The publication is writer-focused, rather than reader-focused. It gives its writers the reigns and allows them to write and post about topics of their choosing. Kramer and Hicks are also committed to ensuring that the writers have all the support and resources they need to start new posts and projects. McDonald, who is starting her own podcast this year, summed up the Coop’s atmosphere: “It’s just nice to have a place for us.”

The Coop is looking to do more podcasting and host more community building activities for women involved with the publication this spring.


Senior Preethi Kannan and junior Parvathi Kumar decided to start a literary magazine last fall when they realized that there were no campus publications focused on South Asian culture and experiences. Literature, the arts and the humanities are not considered as valuable as STEM fields in many South Asian cultures, and Kannan and Kumar wanted to change that. Thali, a South Asian-centered literary magazine, was born out of this ambition.

“The main objective is about who you are. [South Asian students] share a similar culture, but all have different experiences,” Kumar said in an interview. “Everyone has different experiences with combining their two identities [South Asian and American], so the objective is to be able to express your side of things.” 

While Thali primarily includes pieces of literature and art produced by South Asian students, it is open to submissions from students of all backgrounds who have stories to tell about their experiences and struggles with culture and identity. Thali’s main goal this spring is to publish its first edition and to become more interactive. 

“We want to make [Thali] a place for literary, analytical and artistic discussions,” Kumar said. “A platform to talk about anything that affects the South Asian community or public issues.”

The Muse

The Muse was created by Sabriyya Pate (T ‘19) and senior Abby Kingsley in 2018 in the wake of the #MeToo movement. It promotes an accepting and collaborative environment where students can explore feminism, femininity, social justice and intersectionality.

Junior Samantha Su, the publication’s editor-in-chief, believes that The Muse created a much-needed space for female-identifying students and students interested in learning about feminism at Duke, specifically first-years who may be overwhelmed by application-based student organizations. 

“The Muse aims to represent female identifying students and to empower female voices,” Su said in an email. “Our goal is to create a platform in which readers can learn more about the feminism and the female perspective, whether it be specific to Duke or with a more global lens.”

The Muse is looking to expand their horizons this spring by adding writers to their team in the next few weeks. 


Juhood Magazine is an online student publication focused on the Middle East and North African (MENA+) community and their experiences at Duke. Juhood also includes an academic journal of Middle Eastern Studies that is published twice a year. Duke undergraduates edit submissions to both the online magazine and academic journal.

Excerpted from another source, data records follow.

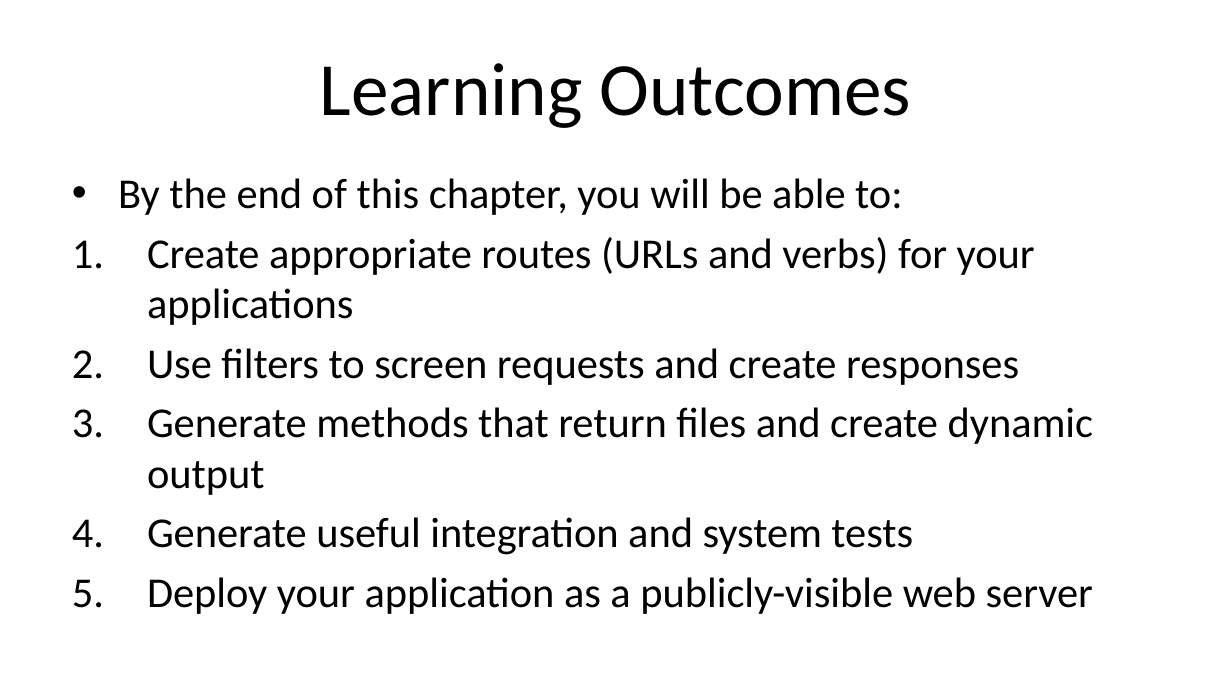
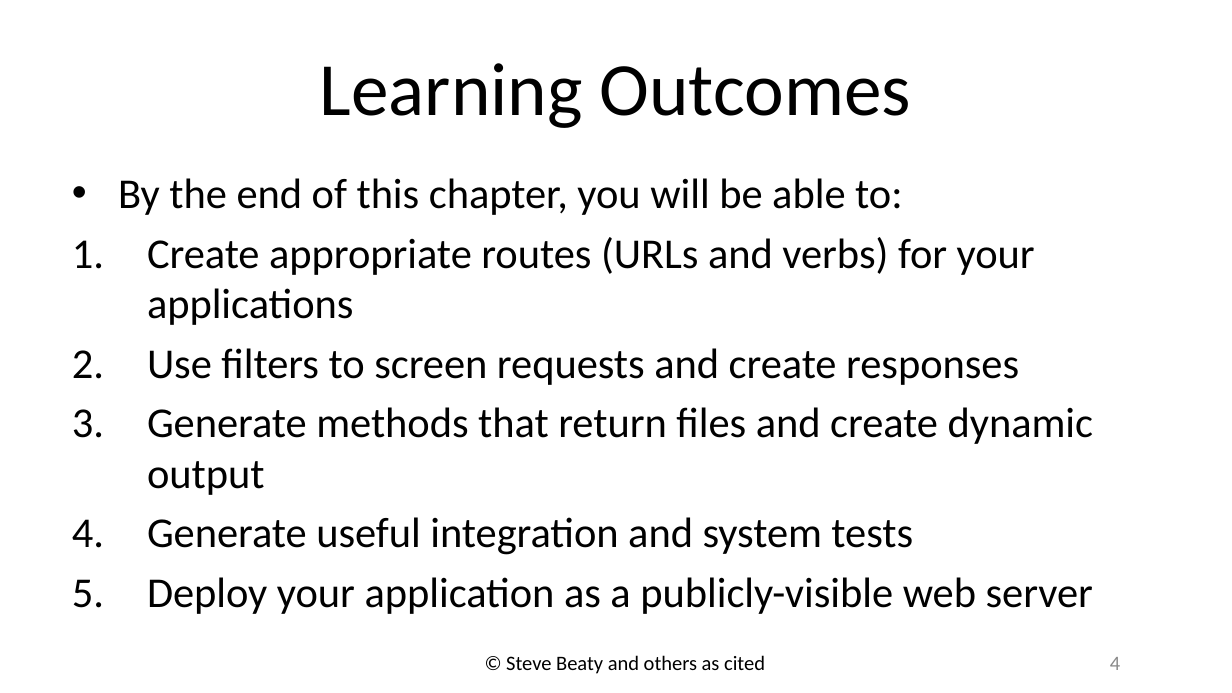
Before and after one commit to drb80/WebAppDev, a slide deck: slide 4 of Slides/Chapter05.pptx. Drawn at 1232x693 pixels with LibreOffice and Linux fonts; fonts in the diff are those of the drawing; background and template pictures are left out. Boxes give left, top, right and bottom in pixels: in the first picture for what was removed or moved away, otherwise in the second. Text is boxed around its words. In the diff, an @@ line names an element or a change of style, - is before the commit and + after.

```diff
--- a/Slides/Chapter05.pptx
+++ b/Slides/Chapter05.pptx
@@ text added at [506,655,765,674], 16 pt, text #000000 @@
+© Steve Beaty and others as cited
@@ page number added at [1110,657,1120,670], 16 pt, text #8C8C8C @@
+4
```
Also in this commit, not shown: 68 other slides changed.
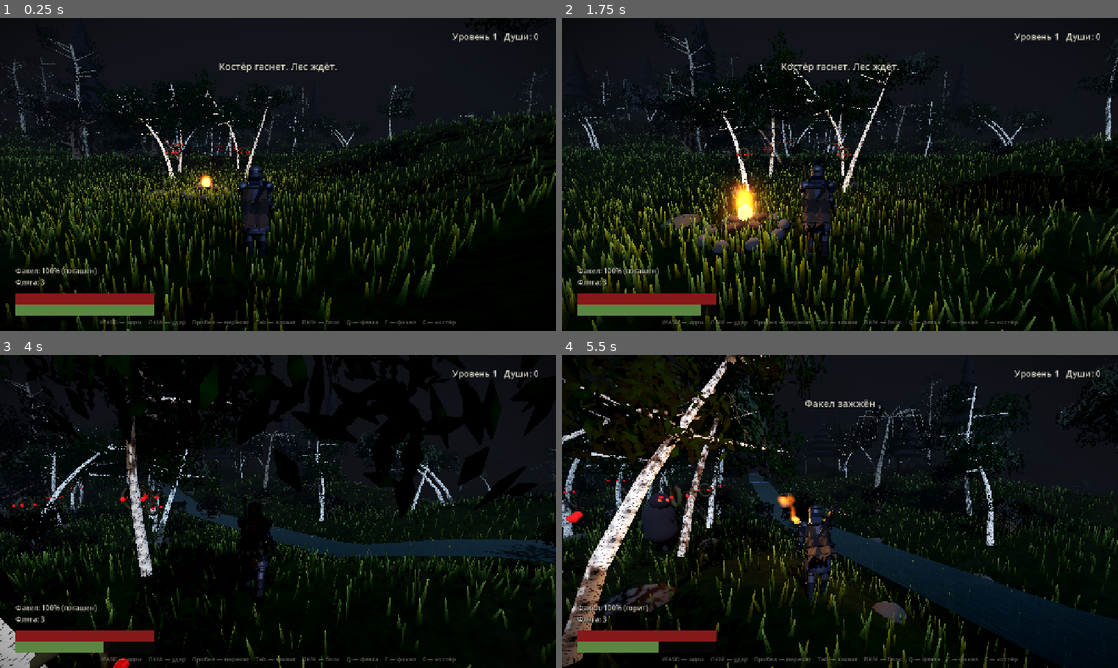
Above: before the commit, frames 1-4 (two rows, left to right).
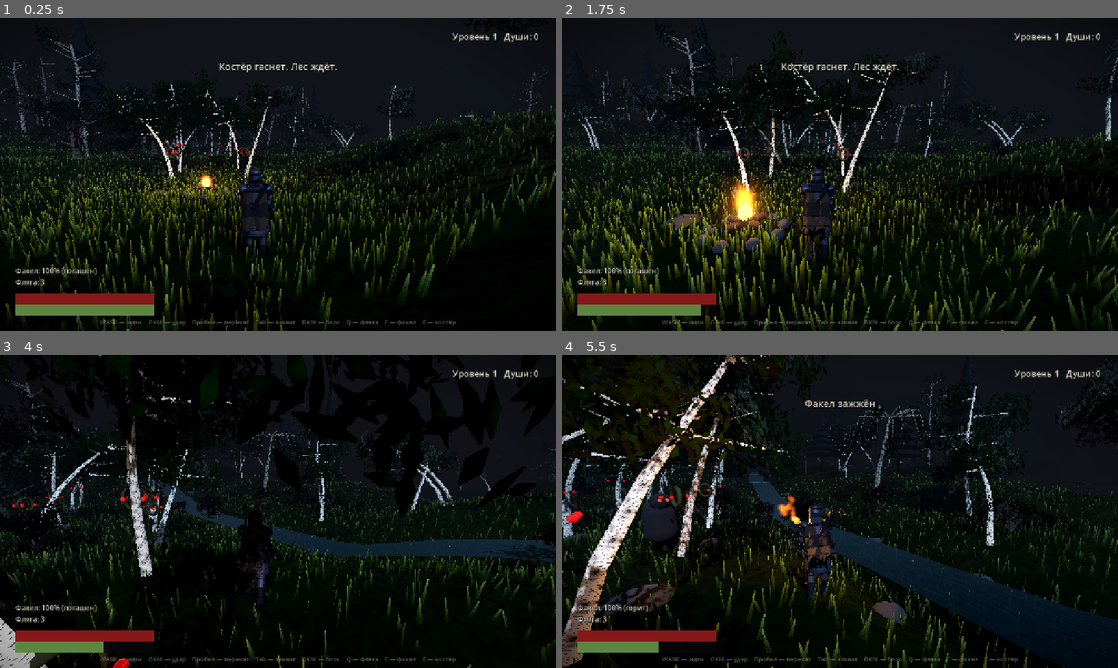
Above: after the commit, the same moments.

Repository: Dronec00/tropa
Game: Godot game, scene res://scenes/main.tscn
The game is run twice, just before and just after one commit, with the same random seed, the same clock (stepped at 60 frames per second) and the same inputs.
Inputs (mouse positions are in pixels of both pictures, inside the frame that each line leads up to):
- Up to frame 1 (0.25 s): no input
- Up to frame 2 (1.75 s): tap Enter at 0.5 s; move the mouse to (867, 174) at 0.52 s; hold W (move_forward) from 0.53 s (still down); click (867, 174) at 0.6 s; move the mouse to (812, 174) at 1.27 s; right-click (812, 174) at 1.35 s
- Up to frame 3 (4 s): keep holding W (move_forward); move the mouse to (289, 505) at 2.02 s; tap Space (dodge) at 2.1 s; move the mouse to (272, 517) at 2.77 s; tap Q (heal) at 2.85 s; click (272, 517) at 2.92 s; move the mouse to (316, 514) at 3.52 s; tap E (interact) at 3.6 s
- Up to frame 4 (5.5 s): keep holding W (move_forward); move the mouse to (795, 508) at 4.27 s; tap Tab (lock) at 4.35 s; move the mouse to (845, 511) at 5.02 s; tap F (torch) at 5.1 s; click (845, 511) at 5.17 s

The runs differ from the first frame. In frame 1, 0.3% of the frame differs, in the area x 42-57%, y 47-82%; in frame 2, 0.6%, in the area x 42-100%, y 46-94%; in frame 3, 0.3%; in frame 4, 0.2%.

Commit message:
Посадка стоп по земле
- игрок переведён на слой 2, лучи стоп не попадают в собственный коллайдер
- рейкаст под каждой стопой: таз опускается/поднимается по земле
- стопы доворачиваются по нормали уклона
- честная двухзвенная IK отложена: локомоция перезаписывает позу каждый кадр

Diff:
--- a/scenes/player.tscn
+++ b/scenes/player.tscn
@@ -7,6 +7,7 @@
 height = 1.85
 
 [node name="Player" type="CharacterBody3D"]
+collision_layer = 2
 script = ExtResource("1_player")
 
 [node name="Collision" type="CollisionShape3D" parent="."]
--- a/scripts/knight_model_v2.gd
+++ b/scripts/knight_model_v2.gd
@@ -865,6 +865,8 @@
 	var _attacking: bool = false
 	var _attack_time: float = 0.0
 	var _mirror: bool = false
+	var _ik_ready: bool = false
+	var _ankle_offset: float = 0.10
 	var _block: bool = false
 
 	func setup(rig: Dictionary) -> void:
@@ -930,6 +932,48 @@
 
 	func set_block(active: bool) -> void:
 		_block = active
+
+	func _foot_hit(pos: Vector3) -> Dictionary:
+		if _hips == null:
+			return {}
+		var space: PhysicsDirectSpaceState3D = _hips.get_world_3d().direct_space_state
+		if space == null:
+			return {}
+		var query := PhysicsRayQueryParameters3D.create(pos + Vector3.UP * 0.8, pos + Vector3.DOWN * 0.7, 1)
+		return space.intersect_ray(query)
+
+	func _apply_ground_snap() -> void:
+		if _ankle_r == null or _ankle_l == null or _hips == null:
+			return
+		if not _ik_ready:
+			_ankle_offset = 0.11
+			_ik_ready = true
+
+		var hit_r := _foot_hit(_ankle_r.global_position)
+		var hit_l := _foot_hit(_ankle_l.global_position)
+		if hit_r.is_empty() and hit_l.is_empty():
+			return
+
+		var err_r: float = 999.0
+		var err_l: float = 999.0
+		if not hit_r.is_empty():
+			err_r = _ankle_r.global_position.y - ((hit_r["position"] as Vector3).y + _ankle_offset)
+		if not hit_l.is_empty():
+			err_l = _ankle_l.global_position.y - ((hit_l["position"] as Vector3).y + _ankle_offset)
+
+		var err := minf(err_r, err_l)
+		if absf(err) < 0.01 or err > 900.0:
+			pass
+		else:
+			_hips.position.y -= clampf(err, -0.28, 0.28) * 0.85
+
+		if not hit_r.is_empty():
+			var n: Vector3 = hit_r["normal"]
+			_ankle_r.rotation.x += clampf(atan2(n.z, n.y), -0.5, 0.5) * 0.6
+		if not hit_l.is_empty():
+			var n2: Vector3 = hit_l["normal"]
+			_ankle_l.rotation.x += clampf(atan2(n2.z, n2.y), -0.5, 0.5) * 0.6
+
 
 	# --- кадры удара ---
 
@@ -1226,6 +1270,9 @@
 		_elbow_r.rotation = _rv("el_r")
 		_wrist_r.rotation = _rv("wr_r")
 
+		# --- foot IK: стопы ищут землю ---
+		_apply_ground_snap()
+
 		# --- удар поверх локомоции ---
 		if _attacking:
 			_attack_time += delta
Not shown, changed: TODO.md

Juhood magazine was actually founded on Duke’s campus in 2009 and ran until 2013, after which it was not published again for five years. A group of undergraduates took it upon themselves to restart and revamp the publication in 2018. Today, Juhood Magazine is consistently updated with submissions from members of the Duke community. 

According to the publication’s website, its mission is to “build an inclusive community of diverse individuals united by a desire to engage with MENA+ studies, empower students from and/or interested in the MENA+ region with a platform to showcase their work and inspire creativity and curiosity to curate … historically-driven, nuanced perspectives on the region.”